They at once made camp for the night, and by Brigham’s fire later in the evening Joel Rae confided the truth of his miracle to that good man, taking care not to utter the words with any delight or pride in himself. He considered that Brigham was unduly surprised by the occurrence; almost displeased in fact; showing a tendency to attribute the day’s good fortune to phenomena wholly natural. Although the miracle had seemed to him a small, simple thing, he now felt a little ashamed of his performance. He was pleased to note, however, that Brigham became more gracious to him after a short period of reflection. He praised him indeed for the merit which he seemed to have gained in the Lord’s sight; taking occasion to remind him, however, that he, Brigham, had meant to produce the same effects by a prayer of his own in due time to save the train from destruction; that he had chosen to wait, however, in order to try the faith of the Saints.
“As a matter of fact, Brother Joel,” he concluded, “I don’t know as there is any limit to the power with which the Lord has blessed me. I tell you I feel equal to any miracle—even to raising the dead, I sometimes think—I feel that fired up with the Holy Ghost!”
“I am sure you will do even that, Brother Brigham.” And the young man’s eyes swam with mingled gratitude and admiration. He resolved in his wagon that night, that when the time came for another miracle, he would not selfishly usurp the honour of performing it. He would not again forestall the able Brigham.
By the first of June they had wormed their way over five hundred miles of plain to the trading post of Fort Laramie. Here they were at last forced to cross the Platte and to take up their march along the Oregon trail. They were now in the land of alkaline deserts, of sage-brush and greasewood, of sad, bleak, deadly stretches; a land where the favour of Heaven might have to be called upon if they were to survive. Yet it was a land not without inspiration,—a land of immense distances, of long, dim perspectives, and of dreamy visions in the far, vague haze. In such a land, thought Joel Rae, the spirit of the Lord must draw closer to the children of earth. In such a land no miracle should be too difficult. And so it came that he was presently enabled to put in Brigham’s way the opportunity of performing a work of mercy which he himself would have been glad to do, but for the fear of affronting the Prophet.

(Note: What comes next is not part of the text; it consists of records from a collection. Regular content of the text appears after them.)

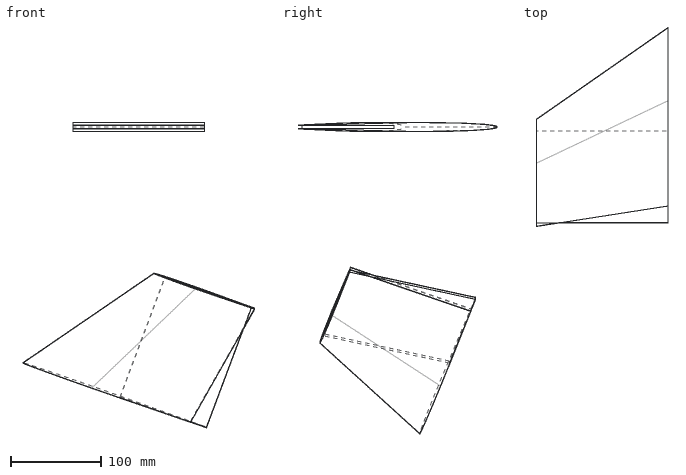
import cadquery as cq

span = 146.0
thickness = 10.1
tip_chord = 118.9
root_leading_y = 220.5
root_trailing_y = 22.7
root_chord = root_leading_y - root_trailing_y

half_thickness = thickness / 2
trailing_half_thickness = 2.2
crest_fraction = 0.41
rear_control_fraction = 0.51
nose_fullness = 0.6

plate_thickness = 3.3
plate_rear_y = 4.0
plate_front_y = 105.8


def mirrored(points):
    """Control points mirrored in the plane Z = 0, in reverse order."""
    return [cq.Vector(point.x, point.y, -point.z) for point in reversed(points)]


def fin_section(x, trailing_y, chord):
    """Closed symmetric section at x with a round nose and a blunt trailing edge."""
    leading_y = trailing_y + chord
    crest_y = leading_y - crest_fraction * chord
    rear_control_y = leading_y - rear_control_fraction * chord
    nose_control_y = crest_y + nose_fullness * (leading_y - crest_y)
    rear_curve = [
        cq.Vector(x, trailing_y, trailing_half_thickness),
        cq.Vector(x, rear_control_y, half_thickness),
        cq.Vector(x, crest_y, half_thickness),
    ]
    nose_curve = [
        cq.Vector(x, crest_y, half_thickness),
        cq.Vector(x, nose_control_y, half_thickness),
        cq.Vector(x, leading_y, nose_fullness * half_thickness),
        cq.Vector(x, leading_y, 0),
    ]
    lower_nose = mirrored(nose_curve)
    lower_rear = mirrored(rear_curve)
    return cq.Wire.assembleEdges([
        cq.Edge.makeBezier(rear_curve),
        cq.Edge.makeBezier(nose_curve),
        cq.Edge.makeBezier(lower_nose),
        cq.Edge.makeBezier(lower_rear),
        cq.Edge.makeLine(lower_rear[-1], rear_curve[0]),
    ])


def spanwise_slab(rear_y, front_y):
    """Flat slab over the full span, as thick as the plate and centred on Z = 0."""
    return (
        cq.Workplane("XY")
        .box(span, front_y - rear_y, plate_thickness, centered=(False, False, True))
        .translate((0, rear_y, 0))
    )


def make_fin():
    """Tapered fin with a slot that opens through its trailing edge and both ends."""
    tip = fin_section(0, 0, tip_chord)
    root = fin_section(span, root_trailing_y, root_chord)
    blank = cq.Workplane(obj=cq.Solid.makeLoft([tip, root], True))
    return blank.cut(spanwise_slab(0, plate_front_y))


def make_plate():
    """Rectangular plate that fills the slot up to its blind end."""
    return spanwise_slab(plate_rear_y, plate_front_y)


fin = make_fin()
plate = make_plate()
result = cq.Compound.makeCompound([fin.solids().val(), plate.val()])

A band of mounted Sioux had met them one day with friendly advances and stopped to trade. Among the gaudy warriors Joel Rae’s attention was called to a boy who had lost an arm. He made inquiries, and found him to be the son of the chief. The chief himself made it plain to Joel that the young man had lost his arm ten moons before in a combat with a grizzly bear. Whereupon the young Elder cordially bade the chief bring his crippled son to their own great chief, who would, by the gracious power of God, miraculously restore the missing member.
A few moments later the three were before Brigham, who was standing by his wagon; Joel Rae, glowing with a glad and confident serenity; the tawny chief with his sable braids falling each side of his painted face, gay in his head-dress of dyed eagle plumes, his buckskin shirt jewelled with blue beads and elk’s teeth, warlike with his bow and steel-pointed arrows; and the young man, but little less ornate than his splendid father, stoical, yet scarce able to subdue the flash of hope in his eyes as he looked up to the great white chief.
Brigham looked at them questioningly. Joel announced their errand.
“It’s a rare opportunity, Brother Brigham, to bring light to these wretched Lamanites. This boy had his arm torn off a year ago in a fight with a grizzly. You know you told me that day I brought the rain-storm that you could well-nigh raise the dead, so this will be easy for you.”
Brigham still looked puzzled, so the young man added with a flash of enthusiasm: “Restore this poor creature’s arm and the noise of the miracle will go all through these tribes;” he paused expectantly.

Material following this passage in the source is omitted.